Numerous visual physiological studies have shown that the primary visual cortex (V1) plays an important role in the perception of target contour information from visual scenes [1, 7, 12, 15,16,17, 20]. The pioneering work of Hubel and Wiesel [14, 15] revealed that the majority of neurons in V1 prioritize a small excitation area known as the classical receptive field (CRF), which is exquisitely sensitive to oriented bars or edges. Subsequently, more physiological findings have clearly indicated that a peripheral region known as the non-classical receptive field (non-CRF) exists around the CRF in most V1 neurons [20]. Although the separate stimuli of the non-CRF do not affect overall neuron responses, they can significantly modulate, sometimes suppress, the response of V1 in the CRF [1]. This CRF stimulation and non-CRF suppression mechanism is known as the center–surround interaction in V1.

Based on the insight of the non-CRF inhibition mechanism, several non-CRF inhibition–based contour detection models have recently been proposed. Grigorescu et al. [13] used the Gabor function to simulate the response of the CRF, and utilized a larger ring-shaped function to capture information about the surrounding non-CRF. More specifically, their model uses the non-negative difference of Gaussians (DoG) function to take the distance weight between the center and surrounding non-CRF by convolution with CRF responses. Compared to traditional edge detection, this model can effectively enhance the detection accuracy of target contours in front of complex visual backgrounds. Virtually all bio-inspired methods have subsequently used it to suppress texture [4, 21,22,23, 31, 34,35,36,37, 40, 43, 44]. These methods only consider the CRF responses as inhibition cues and ignore the local luminance information. Thus, subsequent methods, such as multiple-cue inhibition (MCI)[40], exploit some new inhibition cues by using luminance contrast to compute the center–surround difference. These methods construct a local sliding window, taking the gray image as input, and compute the local center–surround difference to obtain the probability of textures.

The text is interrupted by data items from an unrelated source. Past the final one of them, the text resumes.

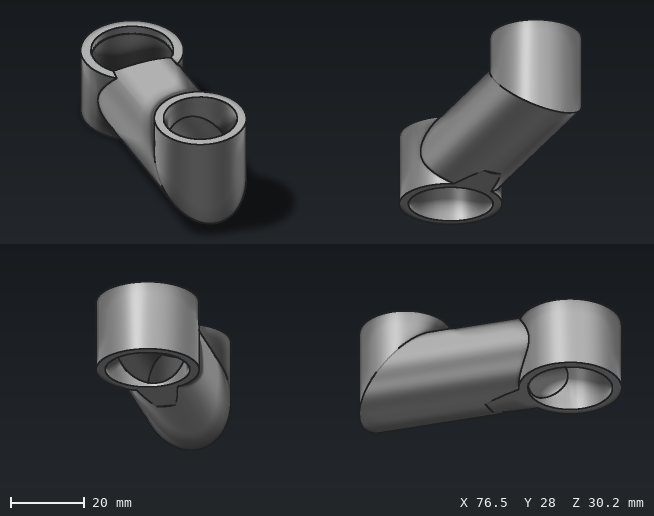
import cadquery as cq
import math

ring_outer_diameter = 28.0
ring_inner_diameter = 22.3
ring_height = 20.0
lip_height = 2.5
relief_diameter = 22.95
tube_outer_diameter = 25.0
tube_inner_diameter = 20.0
overall_length = 76.5
socket_top = 30.0
elbow_height = 14.8
flat_end = 24.5

ring_middle = ring_height / 2
elbow_x = overall_length - (ring_outer_diameter + tube_outer_diameter) / 2
tube_rise = elbow_height - ring_middle
tube_length = math.hypot(elbow_x, tube_rise)
tube_angle = math.degrees(math.atan2(tube_rise, elbow_x))
miter_angle = (90 - tube_angle) / 2
reach = 2 * overall_length


def elbow_pipe(diameter, top):
    """Sloping cylinder and upright cylinder meeting at a miter."""
    past_elbow = 2 * diameter
    slope = (
        cq.Workplane("YZ")
        .circle(diameter / 2)
        .extrude(tube_length + past_elbow)
        .rotate((0, 0, 0), (0, 1, 0), -tube_angle)
        .translate((0, 0, ring_middle))
    )
    upright = (
        cq.Workplane("XY", origin=(elbow_x, 0, elbow_height - past_elbow))
        .circle(diameter / 2)
        .extrude(top - elbow_height + past_elbow)
    )
    above_miter = (
        cq.Workplane("XY")
        .box(reach, reach, reach, centered=(True, True, False))
        .rotate((0, 0, 0), (0, 1, 0), miter_angle)
        .translate((elbow_x, 0, elbow_height))
    )
    return slope.cut(above_miter).union(upright.intersect(above_miter))


def upright_cylinder(diameter, bottom, height):
    """Cylinder on the ring axis."""
    return cq.Workplane("XY").workplane(offset=bottom).circle(diameter / 2).extrude(height)


ring = upright_cylinder(ring_outer_diameter, 0, ring_height)
outside = ring.union(elbow_pipe(tube_outer_diameter, socket_top))
passage = elbow_pipe(tube_inner_diameter, socket_top)
ring_bore = upright_cylinder(ring_inner_diameter, -reach / 2, reach)
relief_top = ring_height - lip_height
relief_bore = upright_cylinder(relief_diameter, -reach / 2, relief_top + reach / 2)

underside_trim = cq.Workplane("XY", origin=(flat_end - reach / 2, 0, -reach / 2)).box(reach, reach, reach)

result = outside.cut(passage).cut(ring_bore).cut(relief_bore).cut(underside_trim)
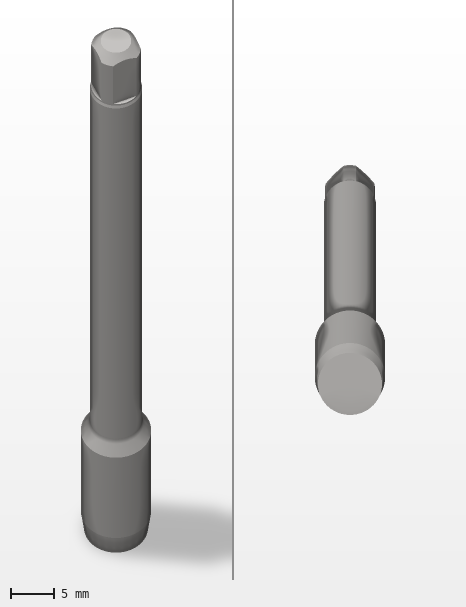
import cadquery as cq
import math

total_height = 90.1
lead_height = 3.15
head_height = 18.0
shank_top = 81.4
shoulder_top = 81.7
flats_bottom = 82.0

head_diameter = 8.1
lead_tip_diameter = 7.4
shank_diameter = 6.0
drive_diameter = 5.8
drive_tip_diameter = 3.5

square_width = 5.0

cone_angle = math.radians(30)
cone_fillet = 1.1

head_radius = head_diameter / 2
lead_tip_radius = lead_tip_diameter / 2
shank_radius = shank_diameter / 2
drive_radius = drive_diameter / 2
drive_tip_radius = drive_tip_diameter / 2

tip_chamfer_bottom = total_height - (drive_radius - drive_tip_radius)

cone_corner_height = head_height + (head_radius - shank_radius) / math.tan(cone_angle)
blend_top = cone_corner_height + cone_fillet * math.tan(cone_angle / 2)


def blend_point(angle):
    """Point (radius, height) on the blend arc where its slope is angle from the axis."""
    radius = shank_radius + cone_fillet * (1 - math.cos(angle))
    height = blend_top - cone_fillet * math.sin(angle)
    return radius, height


def turn(profile):
    """Close a half profile and revolve it about Z."""
    return profile.close().revolve(360, (0, 0), (0, 1))


def make_head():
    """Thick lower end: tapered lead below a straight cylinder."""
    return turn(
        cq.Workplane("XZ")
        .lineTo(lead_tip_radius, 0)
        .lineTo(head_radius, lead_height)
        .lineTo(head_radius, head_height)
        .lineTo(0, head_height)
    )


def make_shank_blank():
    """Turned shank: cone blended into a long cylinder, shoulder and chamfered tip."""
    return turn(
        cq.Workplane("XZ")
        .moveTo(0, head_height)
        .lineTo(head_radius, head_height)
        .lineTo(*blend_point(cone_angle))
        .threePointArc(blend_point(cone_angle / 2), blend_point(0))
        .lineTo(shank_radius, shank_top)
        .lineTo(drive_radius, shoulder_top)
        .lineTo(drive_radius, tip_chamfer_bottom)
        .lineTo(drive_tip_radius, total_height)
        .lineTo(0, total_height)
    )


def cut_drive_square(shank):
    """Mill four flats around the upper end of the shank."""
    waste = (
        cq.Workplane("XY", origin=(0, 0, flats_bottom))
        .rect(shank_diameter, shank_diameter)
        .rect(square_width, square_width)
        .extrude(total_height - flats_bottom)
    )
    return shank.cut(waste)


head = make_head()
shank = cut_drive_square(make_shank_blank())

result = cq.Compound.makeCompound([head.val(), shank.val()])

However, the above luminance-contrast–based models have the following drawbacks: (1) they are not effective when luminance contrast is used as an independent inhibitor, because this inhibitor cannot capture contrast differences over a larger range, and (2) the non-convolutional computation process has a less efficient calcula tion speed. MCI [40] used the root-mean-square (RMS) to compute the difference between the center and its surrounding pixels in a small sliding window. Compared to the convolution operations optimized by most image processing toolboxes, separate sliding window calculations result in additional computational overhead.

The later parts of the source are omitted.